Not all of the 20 technicians on the floor, who range in age from 20 to 65, come from a marine background or straight out of high school.

“Not all of them are boaters or know about boats,” adds Hogoboom. He says the RIMTA apprenticeship program “gives us an opportunity to expose candidates to a possible career and get them excited.” When those candidates are hired, “we experience a lower turnover rate. They’ve already been exposed to the type of work they’re going to be doing, and although they don’t have experience … they’re more prepared mentally and emotionally.”

One example is Alison Riendeau, who works at Rhode Island-based Bristol Marine’s branch in Somerset, Massachusetts, along the Taunton River.

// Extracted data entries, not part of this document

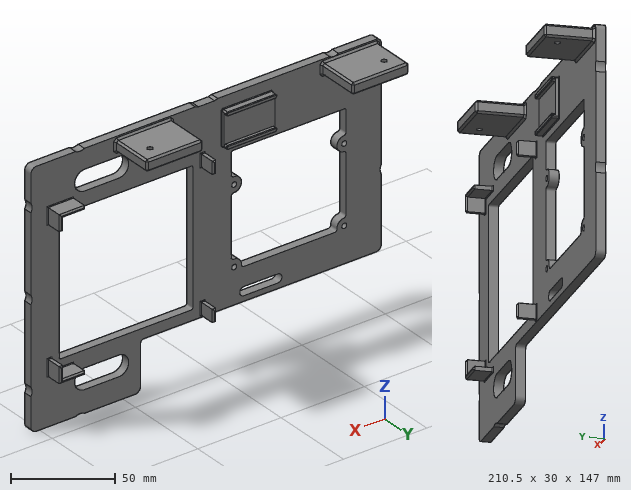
import cadquery as cq

length = 210.5
height = 147.0
plate_thickness = 5.0
main_bottom = 29.0
leg_left = 144.6
corner_radius = 3.4
step_radius = 1.9

notch_radius = 5.0
notch_depth = 0.74
notch_columns = (28.5, 181.0)
left_notch_rows = (73.9, 124.8)
right_notch_rows = (23.0, 73.9, 124.8)
recess_center = 105.0
recess_length = 13.5
recess_floor_length = 9.7
recess_depth = 0.6

window_top = 115.0
window_radius = 1.0
left_window_start = 21.3
left_window_end = 90.0
left_window_bottom = 48.5
right_window_start = 113.3
right_window_end = 193.5
right_window_bottom = 35.2

lug_columns = (22.3, 88.5)
lug_rows = (50.0, 95.8)
lug_centers = [(x, z) for x in lug_columns for z in lug_rows]
lug_radius = 4.5
lug_fillet = 1.5
screw_diameter = 3.0

large_slot_center = 168.0
large_slot_rows = (19.2, 129.3)
large_slot_length = 32.5
large_slot_width = 12.0
small_slot_center = 72.5
small_slot_row = 34.7
small_slot_length = 25.3
small_slot_width = 5.0

depth = 30.0
bracket_length = 33.9
bracket_lefts = (2.0, 125.9)
bracket_top = height - 1.9
bracket_thickness = 6.5
bracket_hole_columns = (10.5, 151.2)
bracket_hole_y = 21.3
bracket_chamfer = 1.0
bracket_foot = 1.0
small_foot = 0.5

rib_back = 15.0
rib_thickness = 2.0
rib_gap = 4.8
rib_leg_length = 15.2
rib_overlap = 2.5
rib_chamfer = 0.8

channel_left = 65.5
channel_length = 30.5
channel_top = 140.0
channel_bottom = 119.2
channel_base_back = 7.0
channel_lip_back = 9.0
channel_lip_thickness = 2.3
channel_corner_chamfer = 0.8
lip_chamfer = 0.5


def box(x_start, x_end, y_start, y_end, z_start, z_end):
    """Box between two opposite corners."""
    size = (x_end - x_start, y_end - y_start, z_end - z_start)
    return cq.Workplane("XY").box(*size, centered=False).translate((x_start, y_start, z_start))


def front_face(origin_x=0, origin_z=0):
    """Workplane on the front of the plate; a negative extrusion runs back through it."""
    return cq.Workplane("XZ", origin=(origin_x, 0, origin_z))


def plate():
    """Rounded plate with a leg at the lower right."""
    main = box(0, length, 0, plate_thickness, main_bottom, height).edges("|Y").fillet(corner_radius)
    leg = box(leg_left, length, 0, plate_thickness, 0, height).edges("|Y").fillet(corner_radius)
    step = cq.selectors.NearestToPointSelector((leg_left, plate_thickness / 2, main_bottom))
    return main.union(leg).edges("|Y").edges(step).fillet(step_radius)


def rim_notch(x, z, outward_x, outward_z):
    """Shallow round groove that bites into the rim at a point of it."""
    offset = notch_radius - notch_depth
    return (
        front_face(x + outward_x * offset, z + outward_z * offset)
        .circle(notch_radius)
        .extrude(-plate_thickness)
    )


def rim_cuts():
    """All round notches and the long shallow recess in the top edge."""
    floor = height - recess_depth
    start = recess_center - recess_length / 2
    end = recess_center + recess_length / 2
    floor_start = recess_center - recess_floor_length / 2
    floor_end = recess_center + recess_floor_length / 2
    recess = [(start, height), (floor_start, floor), (floor_end, floor), (end, height)]
    cuts = front_face().polyline(recess).close().extrude(-plate_thickness)
    for x in notch_columns:
        cuts = cuts.add(rim_notch(x, height, 0, 1))
    cuts = cuts.add(rim_notch(notch_columns[-1], 0, 0, -1))
    for z in left_notch_rows:
        cuts = cuts.add(rim_notch(0, z, -1, 0))
    for z in right_notch_rows:
        cuts = cuts.add(rim_notch(length, z, 1, 0))
    return cuts.combine()


def lug_cylinders(radius):
    """Cylinders through the plate at the four lug centers."""
    return front_face().pushPoints(lug_centers).circle(radius).extrude(-plate_thickness)


def left_window():
    """Window narrowed by four round screw lugs, with every corner rounded."""
    opening = box(left_window_start, left_window_end, 0, plate_thickness, left_window_bottom, window_top)
    opening = opening.cut(lug_cylinders(lug_radius))
    opening = opening.edges("|Y").edges(">Z").fillet(window_radius)
    lug_corners = cq.selectors.BoxSelector(
        (left_window_start - lug_radius, 0, left_window_bottom - lug_radius),
        (left_window_end + lug_radius, plate_thickness, window_top - lug_radius),
    )
    return opening.edges("|Y").edges(lug_corners).fillet(lug_fillet)


def right_window():
    """Plain window with rounded corners."""
    opening = box(right_window_start, right_window_end, 0, plate_thickness, right_window_bottom, window_top)
    return opening.edges("|Y").fillet(window_radius)


def slot(center_x, center_z, slot_length, slot_width):
    """Horizontal slot with round ends."""
    return front_face(center_x, center_z).slot2D(slot_length, slot_width).extrude(-plate_thickness)


def bracket(left, hole_x):
    """Horizontal tab with chamfered edges and a vertical screw hole."""
    right = left + bracket_length
    bottom = bracket_top - bracket_thickness
    tab = box(left, right, plate_thickness, depth, bottom, bracket_top)
    tab = tab.faces("not(<Y)").edges("not(<Y)").chamfer(bracket_chamfer)
    hole = (
        cq.Workplane("XY", origin=(hole_x, bracket_hole_y, 0))
        .circle(screw_diameter / 2)
        .extrude(height)
    )
    return tab.cut(hole)


def ribs():
    """Two upright ribs on the left and two corner-shaped ribs on the right of the window."""
    outer_left = right_window_start - rib_gap - rib_thickness
    outer_right = right_window_end + rib_gap + rib_thickness
    outer_top = window_top + rib_gap + rib_thickness
    outer_bottom = right_window_bottom - rib_gap - rib_thickness
    upright_spans = (
        (window_top - rib_overlap, outer_top - rib_thickness),
        (outer_bottom + rib_thickness, right_window_bottom + rib_overlap),
    )
    leg_bottoms = (outer_top - rib_thickness, outer_bottom)
    pieces = []
    for (low, high), leg_bottom in zip(upright_spans, leg_bottoms):
        post = box(outer_left, outer_left + rib_thickness, plate_thickness, rib_back, low, high)
        pieces.append(post.faces(">Y").chamfer(rib_chamfer))
        upright = box(outer_right - rib_thickness, outer_right, plate_thickness, rib_back, low, high)
        leg = box(outer_right - rib_leg_length, outer_right, plate_thickness, rib_back,
                  leg_bottom, leg_bottom + rib_thickness)
        pieces.append(upright.union(leg).faces(">Y").chamfer(rib_chamfer))
    return pieces


def channel():
    """Shallow base with a raised lip along its top and bottom."""
    right = channel_left + channel_length
    base = box(channel_left, right, plate_thickness, channel_base_back, channel_bottom, channel_top)
    for low in (channel_bottom, channel_top - channel_lip_thickness):
        lip = box(channel_left, right, plate_thickness, channel_lip_back, low, low + channel_lip_thickness)
        base = base.union(lip)
    base = base.edges("|Y").edges("<X or >X").chamfer(channel_corner_chamfer)
    return base.faces(">Y").chamfer(lip_chamfer)


def join_to_plate(body, feature, foot):
    """Join a raised feature to the back of the plate, with a sloping foot around its base."""
    bounds = feature.val().BoundingBox()
    base_edges = cq.selectors.BoxSelector(
        (bounds.xmin - foot, plate_thickness - foot, bounds.zmin - foot),
        (bounds.xmax + foot, plate_thickness + foot, bounds.zmax + foot),
    )
    return body.union(feature).edges(base_edges).edges("#Y").chamfer(foot)


result = plate().cut(rim_cuts()).cut(left_window()).cut(right_window())
for row in large_slot_rows:
    result = result.cut(slot(large_slot_center, row, large_slot_length, large_slot_width))
result = result.cut(slot(small_slot_center, small_slot_row, small_slot_length, small_slot_width))
result = result.cut(lug_cylinders(screw_diameter / 2))

for left_edge, hole_column in zip(bracket_lefts, bracket_hole_columns):
    result = join_to_plate(result, bracket(left_edge, hole_column), bracket_foot)
for rib in ribs():
    result = join_to_plate(result, rib, small_foot)
result = join_to_plate(result, channel(), small_foot)

Riendeau, a single mother of two, was born and raised in Barrington and had worked as an English tutor, a jujitsu instructor, and in tax sales of foreclosed houses.

In a career quandary, she was seeing a counselor. “I’m thinking,” she says on a break during this reporter’s visit to the Bristol Marine plant, “I’m 35, sort of in the middle of my career. Do I go back to college? By chance, I heard about [the program]. It was immensely appealing because of its hands-on nature. I’m not afraid to get dirty.

“[It] gave us an idea of what we want, and we could dabble in things, whether it was shrink wrapping, welding, driving a forklift,” she says. “Bristol Marine was in my top three. I job-shadowed for a week and was hired before I was done.”

“I like varnish, learning the formulas, tinkering. I like doing repairs and making something out of nothing. I’m definitely learning a little more every day. It takes patience on the part of my bosses and they’re willing to teach me,” she says, “The things I could do at the end of the program I never before thought I could do.”

Her children, now 10 and 15, have given her the thumbs-up on the new gig, and at the company Christmas party at DeWolfe Tavern, like other new employees, she was given a street sign, “Riendeau Way,” which hangs above her workstation in the carpentry department.

That sense of belonging is part of what Riendeau likes about her new career.

“We get some incredible boats in here,” she says. “I get to do different stuff every day. These guys are like my family. I also think the best part is coming to work every day and actually liking it. It’s an excellent balance of good work and good laughs.”

Before she goes back to work, she shares a few more insights gained in the last year.

“If you show up, are on time, and have a good attitude, your chance of succeeding is great,” she says. “Attitude is 90 percent of it. Skills can always be taught and learned. If someone is enthusiastic, the rest can be taught.”